Coroner raises concern at NHS trust’s lack of crisis planning for teenager who took own life
An NHS trust’s mental health service has been criticised for failing to have a plan to deal with children in crisis following the inquest into the death of a troubled teenager.
Ellis Murphy-Richards (pictured) was 15 when he died after being hit by a train on September 30 2020, an inquest in Maidstone heard.

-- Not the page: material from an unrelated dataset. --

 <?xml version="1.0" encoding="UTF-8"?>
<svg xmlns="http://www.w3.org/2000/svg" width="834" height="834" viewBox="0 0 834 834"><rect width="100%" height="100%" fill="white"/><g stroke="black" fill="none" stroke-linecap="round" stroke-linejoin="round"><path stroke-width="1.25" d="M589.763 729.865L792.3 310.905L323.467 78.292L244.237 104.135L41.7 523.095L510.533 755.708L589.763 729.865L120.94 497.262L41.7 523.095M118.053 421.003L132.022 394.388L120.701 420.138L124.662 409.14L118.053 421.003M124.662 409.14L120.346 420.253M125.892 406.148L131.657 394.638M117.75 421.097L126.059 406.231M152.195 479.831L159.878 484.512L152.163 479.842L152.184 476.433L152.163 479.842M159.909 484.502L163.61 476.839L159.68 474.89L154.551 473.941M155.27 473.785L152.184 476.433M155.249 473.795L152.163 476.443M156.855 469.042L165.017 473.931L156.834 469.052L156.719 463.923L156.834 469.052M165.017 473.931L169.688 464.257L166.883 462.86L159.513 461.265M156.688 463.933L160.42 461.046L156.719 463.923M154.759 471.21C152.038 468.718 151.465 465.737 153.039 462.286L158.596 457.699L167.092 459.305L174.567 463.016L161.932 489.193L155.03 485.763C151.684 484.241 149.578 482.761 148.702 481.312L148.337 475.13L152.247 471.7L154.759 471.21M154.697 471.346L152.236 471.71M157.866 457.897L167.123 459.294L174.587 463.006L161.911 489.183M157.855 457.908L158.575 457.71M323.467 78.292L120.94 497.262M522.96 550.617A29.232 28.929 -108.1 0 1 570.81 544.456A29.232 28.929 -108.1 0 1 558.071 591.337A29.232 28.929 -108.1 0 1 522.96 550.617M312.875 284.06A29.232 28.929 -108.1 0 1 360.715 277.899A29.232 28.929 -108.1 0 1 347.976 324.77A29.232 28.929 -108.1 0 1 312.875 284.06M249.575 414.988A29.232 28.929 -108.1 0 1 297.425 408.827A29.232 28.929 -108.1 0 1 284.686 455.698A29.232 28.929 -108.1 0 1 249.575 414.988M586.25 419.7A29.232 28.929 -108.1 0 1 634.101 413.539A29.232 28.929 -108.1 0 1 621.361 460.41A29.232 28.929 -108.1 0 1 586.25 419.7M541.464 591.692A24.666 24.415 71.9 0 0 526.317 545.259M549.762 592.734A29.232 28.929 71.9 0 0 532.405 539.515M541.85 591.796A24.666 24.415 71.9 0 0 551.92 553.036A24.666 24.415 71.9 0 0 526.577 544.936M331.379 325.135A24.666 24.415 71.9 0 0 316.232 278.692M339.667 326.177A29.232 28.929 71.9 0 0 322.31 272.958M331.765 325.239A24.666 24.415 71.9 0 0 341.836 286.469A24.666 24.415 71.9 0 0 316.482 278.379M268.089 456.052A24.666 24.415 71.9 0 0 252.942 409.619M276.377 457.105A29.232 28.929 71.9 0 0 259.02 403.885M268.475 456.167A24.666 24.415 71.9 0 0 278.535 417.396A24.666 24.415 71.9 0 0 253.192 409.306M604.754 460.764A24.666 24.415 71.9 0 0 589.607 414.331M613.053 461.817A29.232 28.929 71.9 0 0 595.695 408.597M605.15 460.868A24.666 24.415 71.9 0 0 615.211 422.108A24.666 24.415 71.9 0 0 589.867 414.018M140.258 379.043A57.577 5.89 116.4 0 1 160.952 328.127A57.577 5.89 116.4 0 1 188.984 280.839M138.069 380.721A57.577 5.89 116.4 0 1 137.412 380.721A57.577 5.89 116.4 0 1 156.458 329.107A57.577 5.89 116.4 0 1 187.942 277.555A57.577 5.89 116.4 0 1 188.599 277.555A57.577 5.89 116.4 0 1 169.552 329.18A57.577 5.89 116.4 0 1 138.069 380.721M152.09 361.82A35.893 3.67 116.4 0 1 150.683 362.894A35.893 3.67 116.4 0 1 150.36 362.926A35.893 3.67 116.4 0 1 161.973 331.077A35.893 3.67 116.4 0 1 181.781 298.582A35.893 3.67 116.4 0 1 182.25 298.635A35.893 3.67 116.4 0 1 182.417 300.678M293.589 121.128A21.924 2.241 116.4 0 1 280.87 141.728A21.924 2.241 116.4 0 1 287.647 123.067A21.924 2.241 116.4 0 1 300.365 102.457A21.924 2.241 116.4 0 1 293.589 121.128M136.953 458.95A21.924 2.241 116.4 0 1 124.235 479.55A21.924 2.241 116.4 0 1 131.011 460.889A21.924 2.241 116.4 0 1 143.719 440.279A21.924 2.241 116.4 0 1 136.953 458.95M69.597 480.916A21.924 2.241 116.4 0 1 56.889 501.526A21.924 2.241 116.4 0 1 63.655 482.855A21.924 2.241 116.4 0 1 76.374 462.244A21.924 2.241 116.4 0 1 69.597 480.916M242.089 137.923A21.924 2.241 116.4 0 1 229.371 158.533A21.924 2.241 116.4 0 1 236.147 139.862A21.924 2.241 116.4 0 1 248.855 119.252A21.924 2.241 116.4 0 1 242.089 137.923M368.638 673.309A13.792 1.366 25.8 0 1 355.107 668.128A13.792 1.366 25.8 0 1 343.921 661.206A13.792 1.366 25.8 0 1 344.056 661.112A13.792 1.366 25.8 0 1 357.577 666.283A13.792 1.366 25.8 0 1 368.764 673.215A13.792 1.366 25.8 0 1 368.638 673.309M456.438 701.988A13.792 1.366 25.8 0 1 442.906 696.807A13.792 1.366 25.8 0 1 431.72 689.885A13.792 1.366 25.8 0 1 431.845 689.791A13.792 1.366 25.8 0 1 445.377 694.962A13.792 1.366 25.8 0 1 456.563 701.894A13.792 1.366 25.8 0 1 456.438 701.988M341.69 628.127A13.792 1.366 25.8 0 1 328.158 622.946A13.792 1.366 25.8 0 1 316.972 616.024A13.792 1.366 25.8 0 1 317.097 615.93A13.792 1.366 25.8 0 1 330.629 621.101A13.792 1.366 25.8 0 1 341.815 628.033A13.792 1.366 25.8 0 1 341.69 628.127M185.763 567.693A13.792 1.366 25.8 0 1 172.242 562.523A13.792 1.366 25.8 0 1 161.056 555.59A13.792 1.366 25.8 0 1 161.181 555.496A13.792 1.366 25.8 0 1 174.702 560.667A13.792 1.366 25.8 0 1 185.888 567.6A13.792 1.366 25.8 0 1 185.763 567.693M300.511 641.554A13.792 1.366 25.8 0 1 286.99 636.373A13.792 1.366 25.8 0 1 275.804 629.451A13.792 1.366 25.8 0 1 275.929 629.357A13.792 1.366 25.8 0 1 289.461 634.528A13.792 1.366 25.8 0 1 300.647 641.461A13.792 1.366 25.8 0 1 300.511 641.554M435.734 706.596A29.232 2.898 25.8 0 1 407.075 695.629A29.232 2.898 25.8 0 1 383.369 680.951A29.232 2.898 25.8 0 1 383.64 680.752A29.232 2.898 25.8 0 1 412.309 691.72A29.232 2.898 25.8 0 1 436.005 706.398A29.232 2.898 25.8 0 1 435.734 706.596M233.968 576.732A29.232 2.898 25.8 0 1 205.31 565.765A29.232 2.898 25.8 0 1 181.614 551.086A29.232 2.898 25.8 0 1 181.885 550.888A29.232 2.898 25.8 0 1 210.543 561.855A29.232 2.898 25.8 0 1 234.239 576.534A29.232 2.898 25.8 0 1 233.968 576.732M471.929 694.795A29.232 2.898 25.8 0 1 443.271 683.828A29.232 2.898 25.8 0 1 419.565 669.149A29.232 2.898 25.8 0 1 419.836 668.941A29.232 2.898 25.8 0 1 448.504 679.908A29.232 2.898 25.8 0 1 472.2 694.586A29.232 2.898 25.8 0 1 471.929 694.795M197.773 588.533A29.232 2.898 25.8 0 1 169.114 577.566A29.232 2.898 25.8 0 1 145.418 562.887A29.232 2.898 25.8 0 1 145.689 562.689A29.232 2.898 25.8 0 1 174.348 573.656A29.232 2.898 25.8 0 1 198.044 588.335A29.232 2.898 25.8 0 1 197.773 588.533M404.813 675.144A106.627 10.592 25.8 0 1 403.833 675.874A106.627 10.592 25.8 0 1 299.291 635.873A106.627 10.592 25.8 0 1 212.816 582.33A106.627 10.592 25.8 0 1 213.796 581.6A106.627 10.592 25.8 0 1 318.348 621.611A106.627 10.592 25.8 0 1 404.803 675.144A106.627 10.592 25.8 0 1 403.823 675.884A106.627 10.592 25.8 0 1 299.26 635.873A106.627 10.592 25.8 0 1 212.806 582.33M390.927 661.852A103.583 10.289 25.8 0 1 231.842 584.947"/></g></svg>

He lived with his grandmother in Faversham, Kent, and his death came weeks before his 16th birthday.
Ellis, a transgender teenager, had struggled with mental health and self-harm and had previously attempted to take his own life.
Assistant coroner Sonia Hayes recorded a verdict of suicide but said she would be preparing a report to prevent future deaths about ongoing concerns about the policies of North East London NHS Foundation Trust (NELFT) Children and Adolescent Mental Health Services (Camhs).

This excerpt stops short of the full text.